_What the task asks_:
Please copy each line from the entries that contains the string "paragraph".

Start of Block

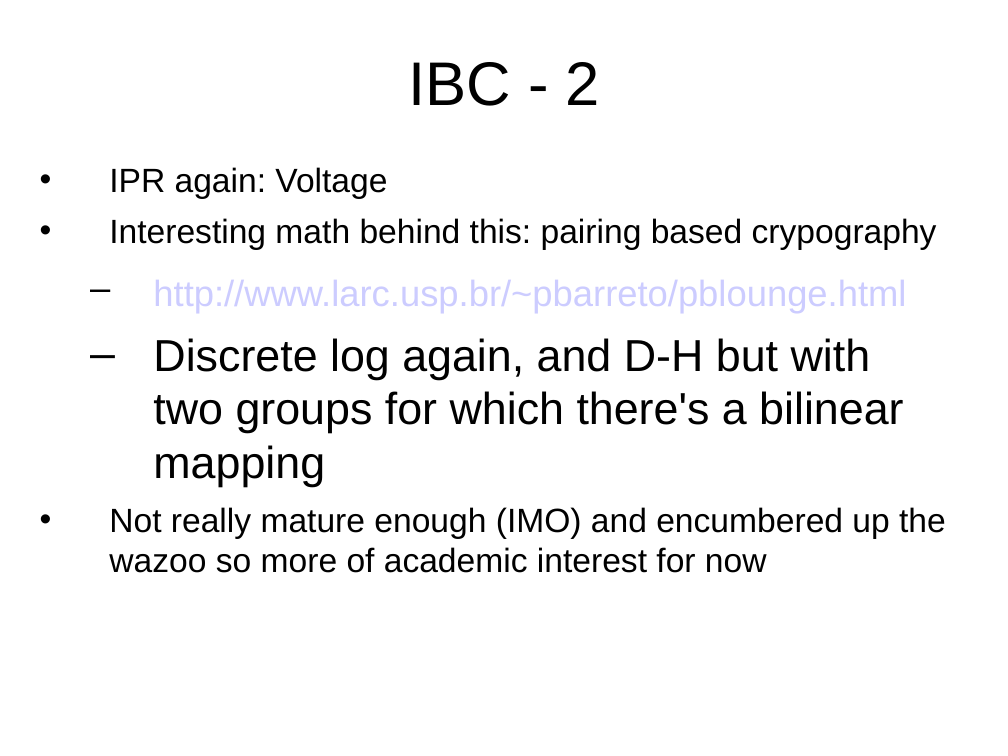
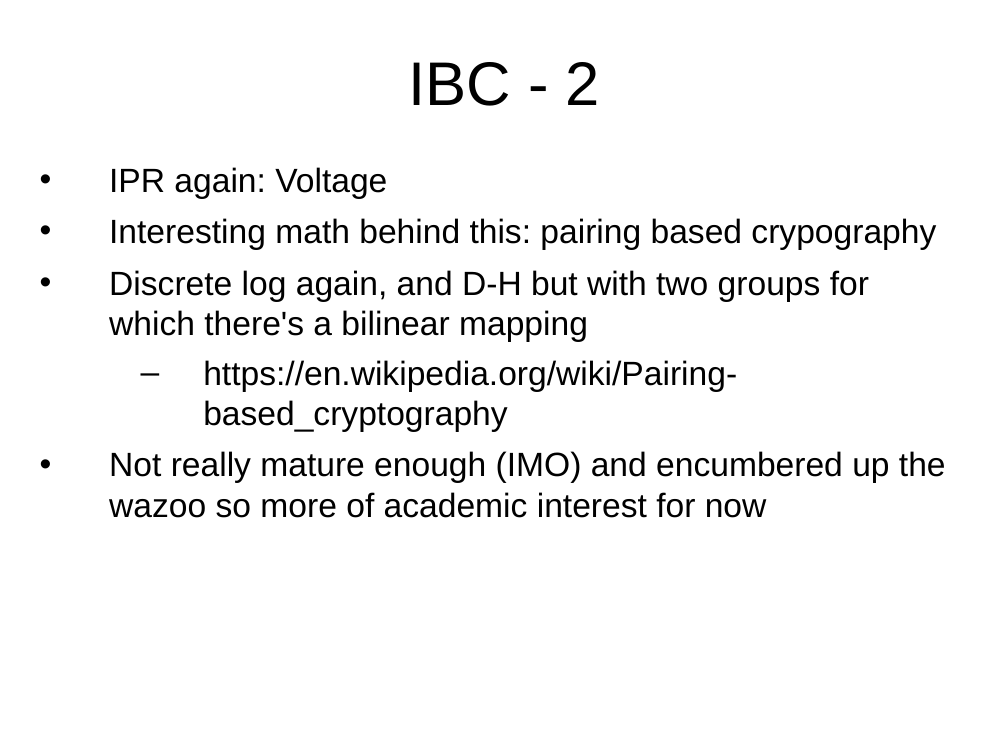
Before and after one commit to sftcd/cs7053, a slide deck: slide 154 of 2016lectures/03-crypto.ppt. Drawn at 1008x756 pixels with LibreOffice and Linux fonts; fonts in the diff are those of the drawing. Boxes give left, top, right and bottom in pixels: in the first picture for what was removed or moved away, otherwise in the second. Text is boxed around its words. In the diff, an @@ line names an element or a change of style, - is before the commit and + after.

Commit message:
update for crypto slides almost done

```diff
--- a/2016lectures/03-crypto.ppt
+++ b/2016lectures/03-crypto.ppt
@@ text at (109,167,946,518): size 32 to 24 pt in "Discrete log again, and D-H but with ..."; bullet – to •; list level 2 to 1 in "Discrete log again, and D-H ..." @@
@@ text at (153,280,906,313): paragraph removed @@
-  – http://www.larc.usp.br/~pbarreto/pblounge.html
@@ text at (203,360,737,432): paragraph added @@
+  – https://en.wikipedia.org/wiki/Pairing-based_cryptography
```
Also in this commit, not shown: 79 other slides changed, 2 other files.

End of Block

_Written response_:
@@ text at (153,280,906,313): paragraph removed @@
@@ text at (203,360,737,432): paragraph added @@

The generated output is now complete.